Racconta ancora il futuro papa che gli pareva impossibile, perché nulla portava a pensare che quel giovane sarebbe cambiato in modo così evidente. «E la risposta non la dimentico mai, la stessa del Signore a Ezechiele: “Padre, Lei non ha mai pensato perché ci sono tanti poliziotti torturatori? Entrano giovani, sembrano sani ma quando si sentono sicuri, la malattia incomincia ad uscire. Quelle sono le istituzioni forti che cercano questi ammalati incoscienti: la polizia, l’esercito, il clero… E poi tante malattie che tutti noi conosciamo vengono fuori”». È un vero e proprio allarme che il papa ha lanciato.
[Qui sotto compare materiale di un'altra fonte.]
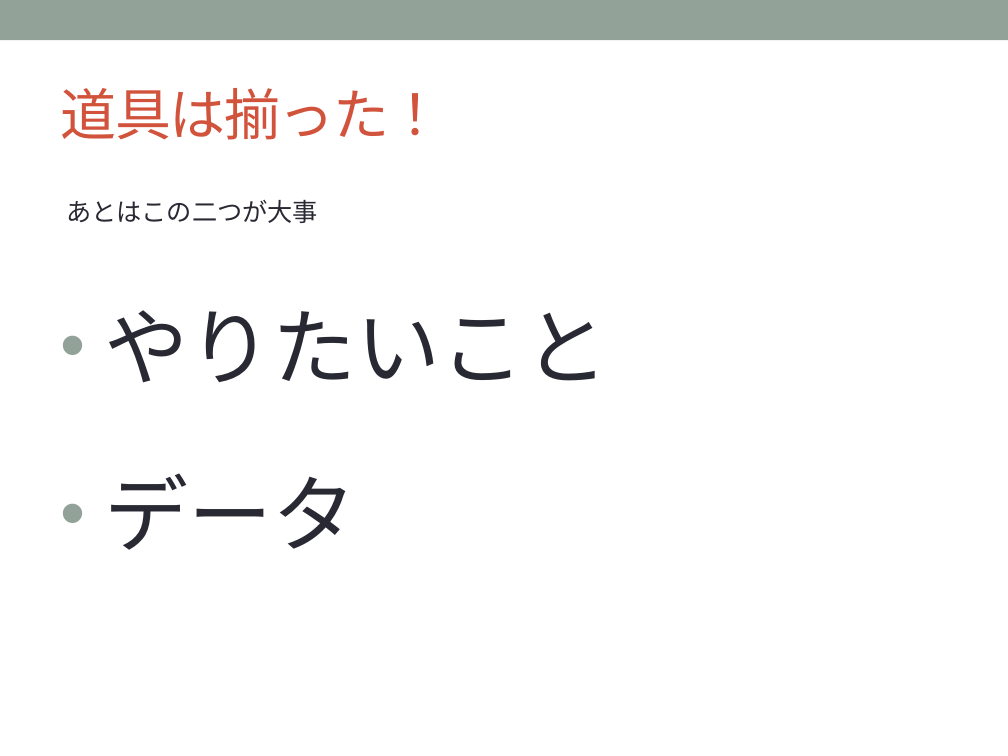
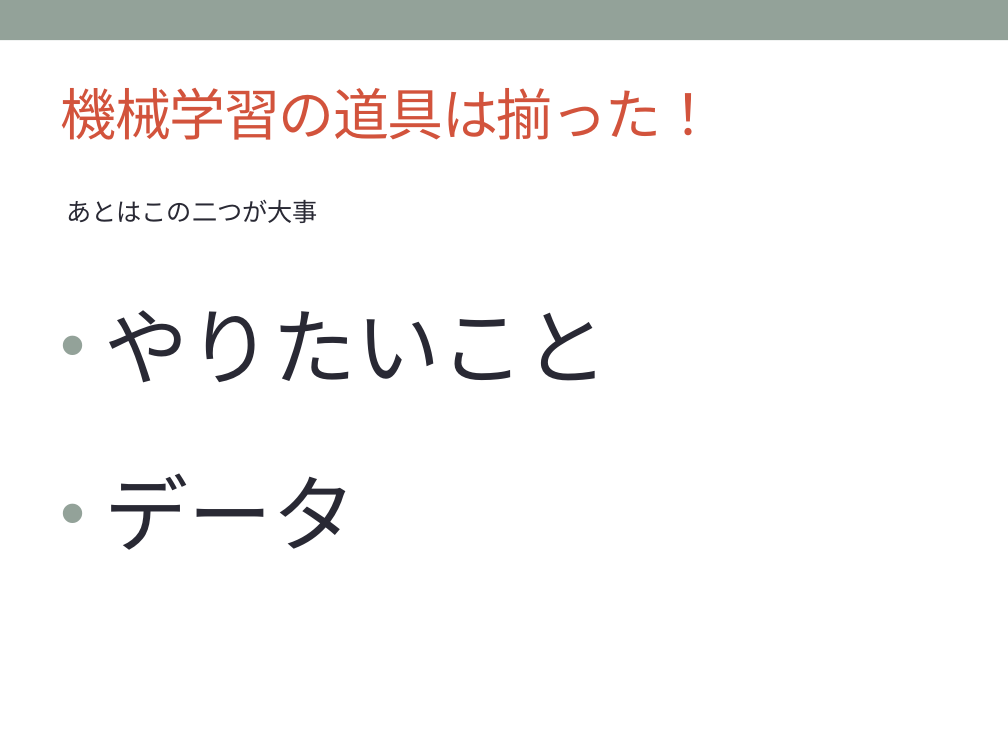
Before and after one commit to sakapun/nds51, a slide deck: slide 12 of 入門系の本を一冊も読まず.pptx. Drawn at 1008x756 pixels with LibreOffice and Linux fonts; fonts in the diff are those of the drawing. Boxes give left, top, right and bottom in pixels: in the first picture for what was removed or moved away, otherwise in the second. Text is boxed around its words. In the diff, an @@ line names an element or a change of style, - is before the commit and + after.

```diff
--- a/入門系の本を一冊も読まず.pptx
+++ b/入門系の本を一冊も読まず.pptx
@@ title at box(60, 88, 716, 140): text changed @@
-道具は揃った！
+機械学習の道具は揃った！
```
Also in this commit, not shown: 1 other slide changed, 1 other file.

In alcuni giovani preti si possono notare dei segnali che vanno in questa direzione: «rigidità, mondanità, cura eccessiva del look fino a pavoneggiarsi persino negli abiti liturgici: pianete romane riccamente ricamate, stola incrociata (secondo vecchie forme superate) sotto la pianeta.» (F. De Giorgi, in Viandanti del 24 luglio 2021) Il papa ha parlato e parla chiaro.

Occorre che tutti lo prendano sul serio. Perché non si ripetano casi riprovevoli di preti appena mandati in parrocchia. A me pare importante un ripensamento radicale: «Non date le cose sante ai cani e non gettate le vostre perle davanti ai porci» dice Gesù nel Vangelo di Matteo. Forse ci sono diocesi italiane che stanno rischiando, non ascoltando i moniti di papa Francesco, di dare la cosa santa, la perla, del sacerdozio ministeriale a cani e porci. Ma poi lo scoppio, sia pure ritardato, arriva. E la credibilità crolla anche nei confronti dei preti bravi e santi, che per fortuna sono ancora la maggioranza (forse una maggioranza troppo “silenziosa”).

È questa la Chiesa di Cristo o dobbiamo aspettarne un’altra? Il problema, reale, delle poche vocazioni non si risolve ordinando cani e porci: pseudopreti che poi hanno comportamenti violenti e sporchi. Ma si risolve ripensando radicalmente ed evangelicamente le modalità del sacerdozio ministeriale cattolico.» (Fulvio De Giorgi, cit. Docente di Storia dell’Educazione all’Università di Modena e Reggio Emilia.)